4. Materials and Methods

4.1. Animal Experiment

The animal experiment protocol was reviewed and approved by the Institutional Animal Care and Use Committee of Jeonbuk National University (CBNU 2018-040, 29 May 2018, Jeonju, Korea). Male C57BL/6 mice (7–8 weeks old; weight 20–25 g) were purchased from Orient Bio, Inc. (Seoul, Korea), maintained in a room with controlled temperature (23 ± 1 °C), humidity, and lighting (12-h light/12-h dark cycle), and given free access to food and water. For the experiment, we divided the mice into four groups: sham and UUO with Veh treatment, and sham and UUO with VP treatment (n = 15/group). VP (Sigma-Aldrich; Merck KGaA, Darmstadt, Germany) was dissolved in dimethyl sulfoxide (DMSO, 0.05% v/v), and DMSO (0.05% v/v) was used as the vehicle. VP (100 mg/kg) was administered by daily intraperitoneal injection for 3 d before UUO surgery and continued for 7 d after surgery. Renal fibrosis was induced using a UUO operation described previously [21]. In brief, mice were anesthetized by intraperitoneal injection of ketamine (100 mg/kg, Huons, Seoul, Korea) and xylazine (10 mg/kg, Bayer Korea, Seoul, Korea) and placed on a temperature-controlled operating table to maintain body temperature at 37 °C. Through a midline incision in the abdomen, the right proximal ureter was exposed and ligated at two separated points using 3-0 black silk. We performed the sham operation using the same method without the ligation of the ureter. Seven days after the UUO operation, the obstructed kidney was harvested, prepared for histological examination, and stored at −80 °C for the Western blot analysis.
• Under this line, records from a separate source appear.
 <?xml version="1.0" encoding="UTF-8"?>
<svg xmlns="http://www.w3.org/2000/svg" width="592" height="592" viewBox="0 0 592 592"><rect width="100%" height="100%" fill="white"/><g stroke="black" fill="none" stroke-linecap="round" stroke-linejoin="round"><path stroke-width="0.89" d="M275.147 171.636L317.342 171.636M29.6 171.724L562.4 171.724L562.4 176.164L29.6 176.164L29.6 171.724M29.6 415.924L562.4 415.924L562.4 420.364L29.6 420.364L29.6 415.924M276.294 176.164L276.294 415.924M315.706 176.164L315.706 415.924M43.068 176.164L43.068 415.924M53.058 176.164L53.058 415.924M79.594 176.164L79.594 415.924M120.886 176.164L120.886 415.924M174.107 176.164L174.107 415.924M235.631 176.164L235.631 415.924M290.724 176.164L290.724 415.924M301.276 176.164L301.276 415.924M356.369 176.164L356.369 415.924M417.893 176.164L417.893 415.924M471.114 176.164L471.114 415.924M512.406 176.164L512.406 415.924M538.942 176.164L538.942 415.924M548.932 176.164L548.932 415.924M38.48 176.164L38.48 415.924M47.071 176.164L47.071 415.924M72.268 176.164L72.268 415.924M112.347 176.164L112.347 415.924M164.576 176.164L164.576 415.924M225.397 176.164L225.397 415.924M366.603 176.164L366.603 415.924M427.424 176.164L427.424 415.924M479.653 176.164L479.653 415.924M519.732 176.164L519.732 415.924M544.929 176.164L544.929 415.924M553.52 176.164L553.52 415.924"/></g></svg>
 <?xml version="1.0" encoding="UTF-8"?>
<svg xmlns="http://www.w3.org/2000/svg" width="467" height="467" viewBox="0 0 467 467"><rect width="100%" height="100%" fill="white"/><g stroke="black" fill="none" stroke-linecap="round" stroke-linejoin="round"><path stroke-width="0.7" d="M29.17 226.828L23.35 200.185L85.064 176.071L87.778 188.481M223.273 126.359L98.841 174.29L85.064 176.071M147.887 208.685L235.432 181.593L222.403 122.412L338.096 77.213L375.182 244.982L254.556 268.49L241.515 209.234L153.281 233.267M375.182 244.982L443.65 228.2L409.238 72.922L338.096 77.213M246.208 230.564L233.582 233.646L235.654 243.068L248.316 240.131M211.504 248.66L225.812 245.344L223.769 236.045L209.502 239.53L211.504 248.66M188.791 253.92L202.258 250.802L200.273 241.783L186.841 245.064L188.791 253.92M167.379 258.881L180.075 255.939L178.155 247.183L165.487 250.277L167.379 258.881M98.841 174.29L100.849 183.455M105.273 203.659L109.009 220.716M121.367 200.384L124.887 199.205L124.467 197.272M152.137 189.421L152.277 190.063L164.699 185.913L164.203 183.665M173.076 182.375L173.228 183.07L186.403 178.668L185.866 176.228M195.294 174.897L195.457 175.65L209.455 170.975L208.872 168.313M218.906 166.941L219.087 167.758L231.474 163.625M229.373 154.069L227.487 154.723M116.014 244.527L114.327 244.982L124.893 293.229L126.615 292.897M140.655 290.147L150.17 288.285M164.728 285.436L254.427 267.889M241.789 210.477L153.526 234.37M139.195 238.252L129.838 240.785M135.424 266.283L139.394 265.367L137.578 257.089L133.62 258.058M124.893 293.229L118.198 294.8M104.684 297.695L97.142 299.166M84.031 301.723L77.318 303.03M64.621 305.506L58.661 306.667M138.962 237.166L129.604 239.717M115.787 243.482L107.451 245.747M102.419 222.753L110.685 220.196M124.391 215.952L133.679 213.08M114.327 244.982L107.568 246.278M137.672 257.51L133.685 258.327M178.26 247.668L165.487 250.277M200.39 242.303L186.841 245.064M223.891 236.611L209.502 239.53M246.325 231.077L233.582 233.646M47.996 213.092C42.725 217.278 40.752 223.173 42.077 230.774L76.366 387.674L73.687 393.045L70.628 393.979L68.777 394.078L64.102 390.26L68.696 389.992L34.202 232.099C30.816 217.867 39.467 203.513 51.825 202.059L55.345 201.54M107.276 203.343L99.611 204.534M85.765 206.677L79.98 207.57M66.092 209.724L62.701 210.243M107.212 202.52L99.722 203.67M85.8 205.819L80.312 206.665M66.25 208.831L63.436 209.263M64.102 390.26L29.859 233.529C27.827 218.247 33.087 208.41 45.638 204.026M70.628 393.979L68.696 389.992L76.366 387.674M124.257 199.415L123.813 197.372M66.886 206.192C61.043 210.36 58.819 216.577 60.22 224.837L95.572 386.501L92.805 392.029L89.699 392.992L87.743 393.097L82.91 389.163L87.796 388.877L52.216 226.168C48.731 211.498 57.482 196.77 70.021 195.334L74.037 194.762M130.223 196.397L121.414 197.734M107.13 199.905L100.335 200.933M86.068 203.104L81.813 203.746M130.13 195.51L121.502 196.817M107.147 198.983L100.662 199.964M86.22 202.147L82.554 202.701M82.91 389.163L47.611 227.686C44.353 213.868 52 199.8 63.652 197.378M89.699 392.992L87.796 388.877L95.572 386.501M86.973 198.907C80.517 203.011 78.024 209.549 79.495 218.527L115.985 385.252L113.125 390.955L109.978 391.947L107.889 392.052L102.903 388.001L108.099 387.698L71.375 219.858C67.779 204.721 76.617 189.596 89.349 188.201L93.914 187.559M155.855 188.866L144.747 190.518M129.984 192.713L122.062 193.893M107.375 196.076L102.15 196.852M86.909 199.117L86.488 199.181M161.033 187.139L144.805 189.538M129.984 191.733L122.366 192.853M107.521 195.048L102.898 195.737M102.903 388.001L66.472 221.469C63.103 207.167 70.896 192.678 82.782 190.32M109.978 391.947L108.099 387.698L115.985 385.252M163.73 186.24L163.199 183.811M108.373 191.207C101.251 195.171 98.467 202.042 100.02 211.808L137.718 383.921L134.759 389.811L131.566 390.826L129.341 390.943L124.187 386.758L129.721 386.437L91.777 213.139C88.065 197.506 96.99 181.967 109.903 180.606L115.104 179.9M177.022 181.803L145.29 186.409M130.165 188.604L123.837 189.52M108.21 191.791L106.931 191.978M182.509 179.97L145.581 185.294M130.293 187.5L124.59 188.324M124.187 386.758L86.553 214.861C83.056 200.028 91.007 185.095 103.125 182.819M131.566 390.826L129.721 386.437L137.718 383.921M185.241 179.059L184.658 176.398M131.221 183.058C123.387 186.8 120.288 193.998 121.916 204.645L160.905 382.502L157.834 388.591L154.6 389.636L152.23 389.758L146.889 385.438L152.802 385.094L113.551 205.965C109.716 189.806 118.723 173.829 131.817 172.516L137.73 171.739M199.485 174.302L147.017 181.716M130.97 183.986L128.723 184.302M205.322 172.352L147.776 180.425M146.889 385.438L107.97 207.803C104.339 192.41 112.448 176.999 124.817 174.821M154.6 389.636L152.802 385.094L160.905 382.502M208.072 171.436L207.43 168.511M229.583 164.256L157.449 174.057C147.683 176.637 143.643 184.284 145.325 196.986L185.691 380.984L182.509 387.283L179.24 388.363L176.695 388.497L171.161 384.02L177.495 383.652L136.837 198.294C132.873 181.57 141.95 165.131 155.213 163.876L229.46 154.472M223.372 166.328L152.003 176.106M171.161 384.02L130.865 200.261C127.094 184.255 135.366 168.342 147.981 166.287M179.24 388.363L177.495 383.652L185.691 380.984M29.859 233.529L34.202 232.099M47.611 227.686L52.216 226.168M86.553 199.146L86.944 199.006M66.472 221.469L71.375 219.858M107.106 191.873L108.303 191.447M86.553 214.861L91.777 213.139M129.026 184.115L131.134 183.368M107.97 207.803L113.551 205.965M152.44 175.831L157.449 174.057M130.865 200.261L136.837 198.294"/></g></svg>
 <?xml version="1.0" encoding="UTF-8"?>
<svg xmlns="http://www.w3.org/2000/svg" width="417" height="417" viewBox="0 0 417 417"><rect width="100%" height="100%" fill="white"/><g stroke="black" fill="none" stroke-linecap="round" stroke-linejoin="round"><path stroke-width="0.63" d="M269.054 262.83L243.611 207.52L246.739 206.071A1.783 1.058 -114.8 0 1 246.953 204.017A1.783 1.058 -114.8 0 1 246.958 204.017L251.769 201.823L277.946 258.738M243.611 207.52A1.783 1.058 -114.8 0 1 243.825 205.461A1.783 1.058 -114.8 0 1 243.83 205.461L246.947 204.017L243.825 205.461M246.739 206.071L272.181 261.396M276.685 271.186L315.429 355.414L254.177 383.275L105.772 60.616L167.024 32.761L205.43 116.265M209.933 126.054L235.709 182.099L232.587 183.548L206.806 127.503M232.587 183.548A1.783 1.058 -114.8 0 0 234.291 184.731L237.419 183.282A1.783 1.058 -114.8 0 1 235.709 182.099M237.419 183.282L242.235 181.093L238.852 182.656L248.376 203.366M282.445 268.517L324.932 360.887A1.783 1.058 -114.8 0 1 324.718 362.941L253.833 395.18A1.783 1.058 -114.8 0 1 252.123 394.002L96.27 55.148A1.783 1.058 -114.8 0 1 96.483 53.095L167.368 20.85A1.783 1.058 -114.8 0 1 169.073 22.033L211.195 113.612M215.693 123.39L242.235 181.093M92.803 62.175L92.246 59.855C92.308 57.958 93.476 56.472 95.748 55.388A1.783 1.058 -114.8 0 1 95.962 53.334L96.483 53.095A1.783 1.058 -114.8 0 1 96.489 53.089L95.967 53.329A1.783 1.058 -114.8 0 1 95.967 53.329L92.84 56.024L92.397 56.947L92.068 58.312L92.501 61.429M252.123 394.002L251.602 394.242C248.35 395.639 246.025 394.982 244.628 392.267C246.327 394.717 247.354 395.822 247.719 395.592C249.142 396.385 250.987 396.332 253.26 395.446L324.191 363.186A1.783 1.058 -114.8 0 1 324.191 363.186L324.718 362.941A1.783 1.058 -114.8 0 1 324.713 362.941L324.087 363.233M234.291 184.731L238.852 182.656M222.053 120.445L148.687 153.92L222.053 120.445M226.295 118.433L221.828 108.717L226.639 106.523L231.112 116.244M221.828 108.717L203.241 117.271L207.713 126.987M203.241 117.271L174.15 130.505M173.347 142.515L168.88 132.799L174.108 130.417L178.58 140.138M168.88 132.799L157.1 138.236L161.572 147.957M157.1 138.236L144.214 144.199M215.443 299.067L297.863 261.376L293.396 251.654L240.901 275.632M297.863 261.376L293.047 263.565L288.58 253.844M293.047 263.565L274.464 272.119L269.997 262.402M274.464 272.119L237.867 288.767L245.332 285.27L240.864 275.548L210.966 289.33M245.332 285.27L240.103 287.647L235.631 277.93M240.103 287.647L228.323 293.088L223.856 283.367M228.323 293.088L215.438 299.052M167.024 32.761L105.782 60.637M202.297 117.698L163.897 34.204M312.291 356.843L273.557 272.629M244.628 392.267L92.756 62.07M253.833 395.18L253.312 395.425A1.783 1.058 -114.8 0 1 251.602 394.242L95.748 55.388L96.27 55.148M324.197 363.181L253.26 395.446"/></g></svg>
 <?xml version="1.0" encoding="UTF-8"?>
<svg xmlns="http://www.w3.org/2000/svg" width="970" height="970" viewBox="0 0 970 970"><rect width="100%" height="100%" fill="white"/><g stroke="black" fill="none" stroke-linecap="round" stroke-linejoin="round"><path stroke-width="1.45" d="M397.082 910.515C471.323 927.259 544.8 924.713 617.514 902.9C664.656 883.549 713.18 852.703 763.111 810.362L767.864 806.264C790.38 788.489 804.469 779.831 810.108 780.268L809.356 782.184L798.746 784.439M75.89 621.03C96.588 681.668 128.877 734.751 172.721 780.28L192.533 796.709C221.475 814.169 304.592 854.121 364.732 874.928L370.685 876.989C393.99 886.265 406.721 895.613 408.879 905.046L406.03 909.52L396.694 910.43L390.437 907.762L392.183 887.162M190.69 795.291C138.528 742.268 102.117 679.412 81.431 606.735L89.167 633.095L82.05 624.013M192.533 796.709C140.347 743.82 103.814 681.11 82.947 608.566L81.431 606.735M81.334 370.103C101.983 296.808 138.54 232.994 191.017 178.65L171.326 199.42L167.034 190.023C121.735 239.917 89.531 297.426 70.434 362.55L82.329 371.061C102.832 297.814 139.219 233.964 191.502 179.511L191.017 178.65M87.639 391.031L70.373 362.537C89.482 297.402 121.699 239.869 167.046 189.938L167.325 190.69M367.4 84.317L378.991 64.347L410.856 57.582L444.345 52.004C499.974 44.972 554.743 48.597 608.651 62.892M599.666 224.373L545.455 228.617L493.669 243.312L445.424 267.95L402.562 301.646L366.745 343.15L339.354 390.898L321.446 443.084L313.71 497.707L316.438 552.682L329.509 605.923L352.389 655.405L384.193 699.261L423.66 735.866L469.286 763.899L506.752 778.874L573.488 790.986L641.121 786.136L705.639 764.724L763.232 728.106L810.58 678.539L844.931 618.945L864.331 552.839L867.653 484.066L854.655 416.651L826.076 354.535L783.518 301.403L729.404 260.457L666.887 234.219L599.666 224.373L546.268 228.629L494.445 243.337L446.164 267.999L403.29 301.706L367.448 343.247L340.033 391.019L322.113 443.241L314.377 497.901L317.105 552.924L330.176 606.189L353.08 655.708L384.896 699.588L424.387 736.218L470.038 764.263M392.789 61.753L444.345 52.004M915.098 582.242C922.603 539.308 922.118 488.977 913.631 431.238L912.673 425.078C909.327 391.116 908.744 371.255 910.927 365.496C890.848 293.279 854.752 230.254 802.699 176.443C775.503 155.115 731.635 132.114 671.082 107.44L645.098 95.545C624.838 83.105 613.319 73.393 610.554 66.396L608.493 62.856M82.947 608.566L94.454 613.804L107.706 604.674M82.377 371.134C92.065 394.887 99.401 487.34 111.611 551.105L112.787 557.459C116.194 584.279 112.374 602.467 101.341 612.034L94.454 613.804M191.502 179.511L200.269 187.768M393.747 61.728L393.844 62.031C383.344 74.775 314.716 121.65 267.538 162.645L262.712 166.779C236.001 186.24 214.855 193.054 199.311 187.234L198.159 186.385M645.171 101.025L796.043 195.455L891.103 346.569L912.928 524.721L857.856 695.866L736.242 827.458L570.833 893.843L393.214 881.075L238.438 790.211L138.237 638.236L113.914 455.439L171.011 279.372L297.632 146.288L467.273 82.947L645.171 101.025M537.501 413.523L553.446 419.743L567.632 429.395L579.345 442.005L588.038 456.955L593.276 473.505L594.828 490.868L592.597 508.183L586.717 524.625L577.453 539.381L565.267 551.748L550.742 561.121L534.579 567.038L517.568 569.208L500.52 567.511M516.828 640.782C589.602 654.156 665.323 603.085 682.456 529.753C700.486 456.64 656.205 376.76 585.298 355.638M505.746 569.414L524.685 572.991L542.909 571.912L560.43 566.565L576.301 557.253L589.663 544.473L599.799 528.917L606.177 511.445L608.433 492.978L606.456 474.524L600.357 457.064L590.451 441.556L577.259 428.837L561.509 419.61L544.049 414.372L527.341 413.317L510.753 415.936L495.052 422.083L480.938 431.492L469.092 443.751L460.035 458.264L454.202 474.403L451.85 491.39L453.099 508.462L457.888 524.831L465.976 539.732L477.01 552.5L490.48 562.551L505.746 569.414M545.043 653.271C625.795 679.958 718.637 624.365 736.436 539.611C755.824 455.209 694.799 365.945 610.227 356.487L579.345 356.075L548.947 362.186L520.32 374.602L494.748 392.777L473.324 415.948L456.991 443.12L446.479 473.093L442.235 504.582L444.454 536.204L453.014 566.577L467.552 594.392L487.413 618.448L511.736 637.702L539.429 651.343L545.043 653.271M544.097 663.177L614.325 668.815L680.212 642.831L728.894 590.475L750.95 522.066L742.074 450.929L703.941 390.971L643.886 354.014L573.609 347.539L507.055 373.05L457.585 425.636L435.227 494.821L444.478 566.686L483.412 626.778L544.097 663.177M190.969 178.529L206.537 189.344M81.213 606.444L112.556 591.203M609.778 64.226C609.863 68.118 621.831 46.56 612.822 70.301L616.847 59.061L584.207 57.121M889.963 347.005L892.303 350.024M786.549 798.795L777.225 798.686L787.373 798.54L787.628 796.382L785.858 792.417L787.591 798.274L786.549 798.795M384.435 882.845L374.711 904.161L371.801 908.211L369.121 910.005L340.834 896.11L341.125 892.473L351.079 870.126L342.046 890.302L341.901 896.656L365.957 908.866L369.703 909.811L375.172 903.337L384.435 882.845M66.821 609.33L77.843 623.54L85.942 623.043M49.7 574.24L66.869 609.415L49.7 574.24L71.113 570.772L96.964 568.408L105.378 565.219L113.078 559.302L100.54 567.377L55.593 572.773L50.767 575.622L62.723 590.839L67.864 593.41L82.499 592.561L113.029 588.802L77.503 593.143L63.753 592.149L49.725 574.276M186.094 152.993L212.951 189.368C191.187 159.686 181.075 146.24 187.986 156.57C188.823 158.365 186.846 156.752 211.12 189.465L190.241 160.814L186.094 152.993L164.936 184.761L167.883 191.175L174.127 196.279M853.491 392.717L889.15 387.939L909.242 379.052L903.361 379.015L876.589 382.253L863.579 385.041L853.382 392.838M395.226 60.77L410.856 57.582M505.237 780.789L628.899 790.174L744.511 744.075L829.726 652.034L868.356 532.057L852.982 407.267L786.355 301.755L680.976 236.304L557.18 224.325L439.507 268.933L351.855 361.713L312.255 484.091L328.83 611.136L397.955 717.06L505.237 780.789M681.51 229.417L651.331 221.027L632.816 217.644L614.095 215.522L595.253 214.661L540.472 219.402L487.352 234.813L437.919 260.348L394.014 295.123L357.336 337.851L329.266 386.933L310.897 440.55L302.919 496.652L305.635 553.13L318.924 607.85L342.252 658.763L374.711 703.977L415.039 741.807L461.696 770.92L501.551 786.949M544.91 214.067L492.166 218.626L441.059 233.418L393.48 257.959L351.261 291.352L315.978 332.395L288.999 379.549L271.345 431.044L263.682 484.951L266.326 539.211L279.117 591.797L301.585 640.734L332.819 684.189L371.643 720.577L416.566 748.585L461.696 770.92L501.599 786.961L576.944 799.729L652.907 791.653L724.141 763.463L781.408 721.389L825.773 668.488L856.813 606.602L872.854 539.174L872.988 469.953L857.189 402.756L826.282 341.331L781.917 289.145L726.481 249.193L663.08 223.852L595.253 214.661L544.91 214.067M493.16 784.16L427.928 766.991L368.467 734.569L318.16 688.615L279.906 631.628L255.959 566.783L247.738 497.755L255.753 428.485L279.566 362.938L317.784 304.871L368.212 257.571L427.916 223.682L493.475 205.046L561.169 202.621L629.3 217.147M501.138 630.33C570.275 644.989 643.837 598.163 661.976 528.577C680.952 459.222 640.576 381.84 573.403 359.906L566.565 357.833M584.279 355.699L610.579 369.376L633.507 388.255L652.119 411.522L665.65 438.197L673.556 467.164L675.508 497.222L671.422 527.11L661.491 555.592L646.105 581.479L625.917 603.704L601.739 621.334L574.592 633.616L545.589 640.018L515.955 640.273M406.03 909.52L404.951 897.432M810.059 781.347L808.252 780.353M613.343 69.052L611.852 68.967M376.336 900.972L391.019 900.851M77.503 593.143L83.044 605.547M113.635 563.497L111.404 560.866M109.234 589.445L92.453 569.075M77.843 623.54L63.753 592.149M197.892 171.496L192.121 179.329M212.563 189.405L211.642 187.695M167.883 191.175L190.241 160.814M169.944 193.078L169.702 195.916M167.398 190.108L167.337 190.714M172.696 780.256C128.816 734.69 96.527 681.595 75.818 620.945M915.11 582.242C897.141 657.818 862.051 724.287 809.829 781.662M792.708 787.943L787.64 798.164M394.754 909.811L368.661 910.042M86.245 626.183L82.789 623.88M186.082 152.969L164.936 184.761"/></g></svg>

4.2. Renal Histologic Examination

Each kidney was fixed in 4% paraformaldehyde and embedded in paraffin. The block was cut into 5 μm sections and stained with PAS stain and Masson’s trichrome. For immunofluorescence staining, freshly frozen renal tissues were fixed with 4% paraformaldehyde, permeabilized in 1% Triton X-100, and then incubated with a blocking buffer. The tissue samples were incubated with anti-α-smooth muscle actin (α-SMA; A2547 mouse; 1:1000; Sigma-Aldrich Merck KGaA, Darmstadt, Germany), anti-fibroblast specific protein (FSP)-1 (ab27957; 1:100; Abcam, Cambridge, UK) and F4/80 (14-4801-82; 1:200 eBioscience, San Diego, CA, USA) and then exposed to Cy3-labeled secondary antibody (Chemicon, Temecula, CA). Nuclear staining was performed using 300 nM 4’, 6-diamidino-2-phenylindole solution for 3 min (DAPI, Molecular Probes; Thermo Fisher Scientific, Inc.). For the morphometric analysis, two observers who were unaware of the origins of the samples used a Zeiss Z1 microscope or Zeiss LSM 510 confocal laser scanning microscope (Carl Zeiss, Göttingen, Germany) to evaluate all slides. Tubular injury was scored into six levels based on the percentage of tubular dilation, epithelial desquamation, and loss of brush border in 10 randomly chosen, non-overlapping fields at a magnification of 200× under a light microscope: 0, none; 0.5, <10%; 1, 10–25%; 2, 25–50%; 3, 50–75%; and 4, >75%. The fibrotic area was also measured in 10 randomly chosen, non-overlapping fields at a magnification of 200×. The area fraction of α-SMA was measured at a magnification of 400×. The numbers of FSP-1 positive fibroblasts and F4/80 positive macrophages were counted at a magnification of 400×. All images were analyzed using ImageJ software (http://rsb.info.nih.gov/ij).

4.3. Western Blotting

The Western blot analysis was performed as described previously [20]. Kidney tissue and cell lysates were separated by 10% SDS-PAGE. After electrophoresis, the samples were transferred to PVDF membranes (BIO-RAD, Hercules, CA, USA) and blocked with 5% skim milk (BIO-RAD, Hercules, CA, USA). Then we probed the blots with primary antibodies to α-SMA (A2547 mouse; 1:1000; Sigma-Aldrich Merck KGaA, Darmstadt, Germany), type I collagen (1310-01; goat; 1:1000; Southern Biotech, Birmingham, AL, USA), ICAM-1 (sc-1511; goat; 1:1000, Santa Cruz Biotechnology, Mississauga, CA, USA), CTGF (sc-365970; mouse; 1:1000; Santa Cruz Biotechnology, Inc., Dallas, TX, USA), phospho-Smad2 (3101; rabbit; 1:1000; Cell Signaling Technology Inc., Danvers, MA, USA), phospho-Smad3 (9520; rabbit; 1:1000; Cell Signaling Technology Inc.), Smad2/3 (07-408; rabbit; 1:1000; EMD Millipore, Billerica, MA, USA), and glyceraldehyde 3-phosphate dehydrogenase (GAPDH; AP0063; rabbit; 1:2000; Bioworld Technology, Inc., Danvers, MA, USA), which was used as an internal control. All signals were analyzed by a densitometric scanner (ImageQuant LAS 4000 Mini, GE Healthcare Life Sciences, Piscataway Township, NJ, USA).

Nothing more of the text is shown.